A new study published by six AI researchers at Apple aims to prove that Large Language Models, such as OpenAI's ChatGPT or Google's Gemini, are not capable of performing logical reasoning:

There is just no way you can build reliable agents on this foundation, where changing a word or two in irrelevant ways or adding a few bit of irrelevant info can give you a different answer

OpenAI benchmarks their LLMs using their tool "GSM8K". Three years ago, GPT-3 scored 35% on the test, but today's LLMs are able to score more than 95%. The researchers asked themselves the following question:

has model 'reasoning' really improved? How much of this is genuine logical/symbolic reasoning? vs. pattern recognition, inadvertent data contamination, or overfitting?

To explore this, the group introduced a new LLM benchmark called "GSM-Symbolic" to conduct their study, using GSM8K examples but with different values and names:

The GSM-Symbolic benchmark revealed a decline of ~10%!

Would a grade-school student's math test score vary by ~10% if we only changed the names?

Okay, but do LLMs truly understand mathematical concepts?
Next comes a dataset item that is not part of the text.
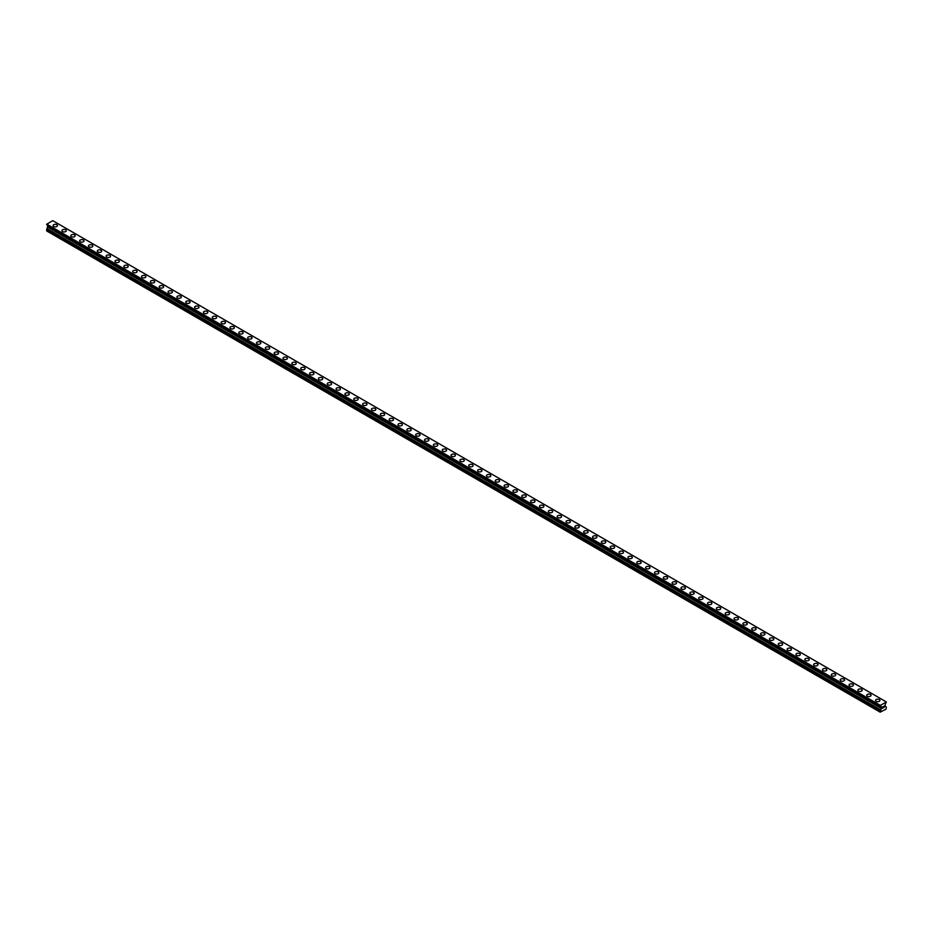 <?xml version="1.0" encoding="UTF-8"?>
<svg xmlns="http://www.w3.org/2000/svg" width="933" height="933" viewBox="0 0 933 933"><rect width="100%" height="100%" fill="white"/><g stroke="black" fill="none" stroke-linecap="round" stroke-linejoin="round"><path stroke-width="1.4" d="M53.088 225.564A2.193 1.26 180 0 1 54.441 224.398A2.193 1.26 180 0 1 56.82 224.678A2.193 1.26 180 0 1 57.461 225.576A2.193 1.26 180 0 1 56.108 226.742A2.193 1.26 180 0 1 53.729 226.462A2.193 1.26 180 0 1 53.088 225.564A2.193 1.26 180 0 1 54.441 224.41A2.193 1.26 180 0 1 56.82 224.678A2.193 1.26 180 0 1 57.461 225.564M61.928 230.673A2.193 1.26 180 0 1 63.281 229.506A2.193 1.26 180 0 1 65.66 229.786A2.193 1.26 180 0 1 66.301 230.673A2.193 1.26 180 0 1 64.948 231.839A2.193 1.26 180 0 1 62.569 231.571A2.193 1.26 180 0 1 61.928 230.673A2.193 1.26 180 0 1 63.281 229.506A2.193 1.26 180 0 1 65.66 229.786A2.193 1.26 180 0 1 66.301 230.673M70.768 235.781A2.193 1.26 180 0 1 72.121 234.615A2.193 1.26 180 0 1 74.512 234.883A2.193 1.26 180 0 1 75.153 235.781A2.193 1.26 180 0 1 73.8 236.947A2.193 1.26 180 0 1 71.409 236.679A2.193 1.26 180 0 1 70.768 235.781A2.193 1.26 180 0 1 72.121 234.615A2.193 1.26 180 0 1 74.512 234.894A2.193 1.26 180 0 1 75.153 235.781M79.62 240.889A2.193 1.26 180 0 1 80.961 239.723A2.193 1.26 180 0 1 83.352 239.991A2.193 1.26 180 0 1 83.993 240.889A2.193 1.26 180 0 1 82.64 242.055A2.193 1.26 180 0 1 80.261 241.775A2.193 1.26 180 0 1 79.62 240.889A2.193 1.26 180 0 1 80.961 239.723A2.193 1.26 180 0 1 83.352 239.991A2.193 1.26 180 0 1 83.993 240.889M88.46 245.997A2.193 1.26 180 0 1 89.813 244.831A2.193 1.26 180 0 1 92.192 245.099A2.193 1.26 180 0 1 92.834 245.997A2.193 1.26 180 0 1 91.481 247.163A2.193 1.26 180 0 1 89.102 246.883A2.193 1.26 180 0 1 88.46 245.997A2.193 1.26 180 0 1 89.813 244.831A2.193 1.26 180 0 1 92.192 245.099A2.193 1.26 180 0 1 92.834 245.997M97.3 251.094A2.193 1.26 180 0 1 98.653 249.927A2.193 1.26 180 0 1 101.044 250.207A2.193 1.26 180 0 1 101.674 251.105A2.193 1.26 180 0 1 100.332 252.272A2.193 1.26 180 0 1 97.942 251.992A2.193 1.26 180 0 1 97.3 251.094A2.193 1.26 180 0 1 98.653 249.939A2.193 1.26 180 0 1 101.044 250.207A2.193 1.26 180 0 1 101.674 251.094M106.14 256.202A2.193 1.26 180 0 1 107.493 255.036A2.193 1.26 180 0 1 109.884 255.315A2.193 1.26 180 0 1 110.526 256.202A2.193 1.26 180 0 1 109.173 257.368A2.193 1.26 180 0 1 106.782 257.1A2.193 1.26 180 0 1 106.14 256.202A2.193 1.26 180 0 1 107.493 255.036A2.193 1.26 180 0 1 109.884 255.315A2.193 1.26 180 0 1 110.526 256.202M114.992 261.31A2.193 1.26 180 0 1 116.345 260.144A2.193 1.26 180 0 1 118.724 260.412A2.193 1.26 180 0 1 119.366 261.31A2.193 1.26 180 0 1 118.013 262.476A2.193 1.26 180 0 1 115.634 262.208A2.193 1.26 180 0 1 114.992 261.31A2.193 1.26 180 0 1 116.345 260.144A2.193 1.26 180 0 1 118.724 260.424A2.193 1.26 180 0 1 119.366 261.31M123.832 266.418A2.193 1.26 180 0 1 125.185 265.252A2.193 1.26 180 0 1 127.564 265.52A2.193 1.26 180 0 1 128.206 266.418A2.193 1.26 180 0 1 126.865 267.584A2.193 1.26 180 0 1 124.474 267.304A2.193 1.26 180 0 1 123.832 266.418A2.193 1.26 180 0 1 125.185 265.252A2.193 1.26 180 0 1 127.564 265.52A2.193 1.26 180 0 1 128.206 266.418M132.673 271.526A2.193 1.26 180 0 1 134.025 270.36A2.193 1.26 180 0 1 136.416 270.628A2.193 1.26 180 0 1 137.058 271.526A2.193 1.26 180 0 1 135.705 272.693A2.193 1.26 180 0 1 133.314 272.413A2.193 1.26 180 0 1 132.673 271.526A2.193 1.26 180 0 1 134.025 270.36A2.193 1.26 180 0 1 136.416 270.628A2.193 1.26 180 0 1 137.058 271.526M141.524 276.623A2.193 1.26 180 0 1 142.866 275.457A2.193 1.26 180 0 1 145.256 275.736A2.193 1.26 180 0 1 145.898 276.635A2.193 1.26 180 0 1 144.545 277.801A2.193 1.26 180 0 1 142.166 277.521A2.193 1.26 180 0 1 141.524 276.623A2.193 1.26 180 0 1 142.866 275.468A2.193 1.26 180 0 1 145.256 275.736A2.193 1.26 180 0 1 145.898 276.623M150.365 281.731A2.193 1.26 180 0 1 151.717 280.565A2.193 1.26 180 0 1 154.097 280.845A2.193 1.26 180 0 1 154.738 281.731A2.193 1.26 180 0 1 153.385 282.897A2.193 1.26 180 0 1 151.006 282.629A2.193 1.26 180 0 1 150.365 281.731A2.193 1.26 180 0 1 151.717 280.565A2.193 1.26 180 0 1 154.097 280.845A2.193 1.26 180 0 1 154.738 281.731M159.205 286.839A2.193 1.26 180 0 1 160.558 285.673A2.193 1.26 180 0 1 162.948 285.941A2.193 1.26 180 0 1 163.59 286.839A2.193 1.26 180 0 1 162.237 288.005A2.193 1.26 180 0 1 159.846 287.737A2.193 1.26 180 0 1 159.205 286.839A2.193 1.26 180 0 1 160.558 285.673A2.193 1.26 180 0 1 162.948 285.953A2.193 1.26 180 0 1 163.59 286.839M168.045 291.947A2.193 1.26 180 0 1 169.398 290.781A2.193 1.26 180 0 1 171.789 291.049A2.193 1.26 180 0 1 172.43 291.947A2.193 1.26 180 0 1 171.077 293.114A2.193 1.26 180 0 1 168.686 292.834A2.193 1.26 180 0 1 168.045 291.947A2.193 1.26 180 0 1 169.398 290.781A2.193 1.26 180 0 1 171.789 291.049A2.193 1.26 180 0 1 172.43 291.947M176.897 297.056A2.193 1.26 180 0 1 178.25 295.889A2.193 1.26 180 0 1 180.629 296.158A2.193 1.26 180 0 1 181.27 297.056A2.193 1.26 180 0 1 179.917 298.222A2.193 1.26 180 0 1 177.538 297.942A2.193 1.26 180 0 1 176.897 297.056A2.193 1.26 180 0 1 178.25 295.889A2.193 1.26 180 0 1 180.629 296.158A2.193 1.26 180 0 1 181.27 297.056M185.737 302.152A2.193 1.26 180 0 1 187.09 300.986A2.193 1.26 180 0 1 189.469 301.266A2.193 1.26 180 0 1 190.11 302.164A2.193 1.26 180 0 1 188.769 303.33A2.193 1.26 180 0 1 186.378 303.05A2.193 1.26 180 0 1 185.737 302.152A2.193 1.26 180 0 1 187.09 300.997A2.193 1.26 180 0 1 189.469 301.266A2.193 1.26 180 0 1 190.11 302.152M194.577 307.26A2.193 1.26 180 0 1 195.93 306.094A2.193 1.26 180 0 1 198.321 306.374A2.193 1.26 180 0 1 198.962 307.26A2.193 1.26 180 0 1 197.609 308.426A2.193 1.26 180 0 1 195.219 308.158A2.193 1.26 180 0 1 194.577 307.26A2.193 1.26 180 0 1 195.93 306.094A2.193 1.26 180 0 1 198.321 306.374A2.193 1.26 180 0 1 198.962 307.26M207.161 311.482A2.193 1.26 180 0 1 207.802 312.368A2.193 1.26 180 0 1 206.45 313.535A2.193 1.26 180 0 1 204.07 313.266A2.193 1.26 180 0 1 203.429 312.368A2.193 1.26 180 0 1 204.782 311.202A2.193 1.26 180 0 1 207.161 311.482M203.429 312.368A2.193 1.26 180 0 1 204.782 311.202A2.193 1.26 180 0 1 207.161 311.47A2.193 1.26 180 0 1 207.802 312.368M212.269 317.477A2.193 1.26 180 0 1 213.622 316.31A2.193 1.26 180 0 1 216.001 316.579A2.193 1.26 180 0 1 216.643 317.477A2.193 1.26 180 0 1 215.29 318.643A2.193 1.26 180 0 1 212.911 318.363A2.193 1.26 180 0 1 212.269 317.477A2.193 1.26 180 0 1 213.622 316.31A2.193 1.26 180 0 1 216.001 316.579A2.193 1.26 180 0 1 216.643 317.477M221.109 322.585A2.193 1.26 180 0 1 222.462 321.407A2.193 1.26 180 0 1 224.853 321.687A2.193 1.26 180 0 1 225.494 322.585A2.193 1.26 180 0 1 224.142 323.751A2.193 1.26 180 0 1 221.751 323.471A2.193 1.26 180 0 1 221.109 322.585A2.193 1.26 180 0 1 222.462 321.419A2.193 1.26 180 0 1 224.853 321.687A2.193 1.26 180 0 1 225.494 322.585M229.961 327.693A2.193 1.26 180 0 1 231.302 326.527A2.193 1.26 180 0 1 233.693 326.795A2.193 1.26 180 0 1 234.335 327.693M233.693 326.795A2.193 1.26 180 0 1 234.335 327.681A2.193 1.26 180 0 1 232.982 328.848A2.193 1.26 180 0 1 230.603 328.579A2.193 1.26 180 0 1 229.961 327.681A2.193 1.26 180 0 1 231.302 326.515A2.193 1.26 180 0 1 233.693 326.795M238.801 332.789A2.193 1.26 180 0 1 240.154 331.623A2.193 1.26 180 0 1 242.533 331.903A2.193 1.26 180 0 1 243.175 332.789A2.193 1.26 180 0 1 241.822 333.956A2.193 1.26 180 0 1 239.443 333.687A2.193 1.26 180 0 1 238.801 332.789A2.193 1.26 180 0 1 240.154 331.623A2.193 1.26 180 0 1 242.533 331.903A2.193 1.26 180 0 1 243.175 332.789M247.642 337.898A2.193 1.26 180 0 1 248.994 336.731A2.193 1.26 180 0 1 251.385 337A2.193 1.26 180 0 1 252.015 337.898A2.193 1.26 180 0 1 250.674 339.064A2.193 1.26 180 0 1 248.283 338.796A2.193 1.26 180 0 1 247.642 337.898A2.193 1.26 180 0 1 248.994 336.731A2.193 1.26 180 0 1 251.385 337.011A2.193 1.26 180 0 1 252.015 337.898M256.482 343.006A2.193 1.26 180 0 1 257.835 341.84A2.193 1.26 180 0 1 260.225 342.108A2.193 1.26 180 0 1 260.867 343.006A2.193 1.26 180 0 1 259.514 344.172A2.193 1.26 180 0 1 257.123 343.892A2.193 1.26 180 0 1 256.482 343.006A2.193 1.26 180 0 1 257.835 341.84A2.193 1.26 180 0 1 260.225 342.108A2.193 1.26 180 0 1 260.867 343.006M265.334 348.114A2.193 1.26 180 0 1 266.686 346.936A2.193 1.26 180 0 1 269.066 347.216A2.193 1.26 180 0 1 269.707 348.114A2.193 1.26 180 0 1 268.354 349.28A2.193 1.26 180 0 1 265.975 349A2.193 1.26 180 0 1 265.334 348.114A2.193 1.26 180 0 1 266.686 346.948A2.193 1.26 180 0 1 269.066 347.216A2.193 1.26 180 0 1 269.707 348.114M274.174 353.21A2.193 1.26 180 0 1 275.527 352.044A2.193 1.26 180 0 1 277.906 352.324A2.193 1.26 180 0 1 278.547 353.222A2.193 1.26 180 0 1 277.194 354.377A2.193 1.26 180 0 1 274.815 354.108A2.193 1.26 180 0 1 274.174 353.21A2.193 1.26 180 0 1 275.527 352.044A2.193 1.26 180 0 1 277.906 352.324A2.193 1.26 180 0 1 278.547 353.21M283.014 358.319A2.193 1.26 180 0 1 284.367 357.152A2.193 1.26 180 0 1 286.758 357.432A2.193 1.26 180 0 1 287.399 358.319A2.193 1.26 180 0 1 286.046 359.485A2.193 1.26 180 0 1 283.655 359.217A2.193 1.26 180 0 1 283.014 358.319A2.193 1.26 180 0 1 284.367 357.152A2.193 1.26 180 0 1 286.758 357.432A2.193 1.26 180 0 1 287.399 358.319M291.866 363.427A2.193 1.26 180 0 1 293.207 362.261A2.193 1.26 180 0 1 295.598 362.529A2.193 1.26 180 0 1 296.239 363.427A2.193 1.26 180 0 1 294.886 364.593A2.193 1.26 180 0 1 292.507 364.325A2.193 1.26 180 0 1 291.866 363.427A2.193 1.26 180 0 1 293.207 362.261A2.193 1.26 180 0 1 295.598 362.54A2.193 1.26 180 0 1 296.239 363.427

Well, the group also developed a new benchmark named "GSM_NoOp": "We add a single clause that seems relevant but doesn't contribute to the overall reasoning"

A massive decline:

Conclusion:

Our findings reveal that LLMs exhibit noticeable variance when responding to different instantiations of the same question.

They hypothesized that this is because LLMs are simply not capable of logical reasoning.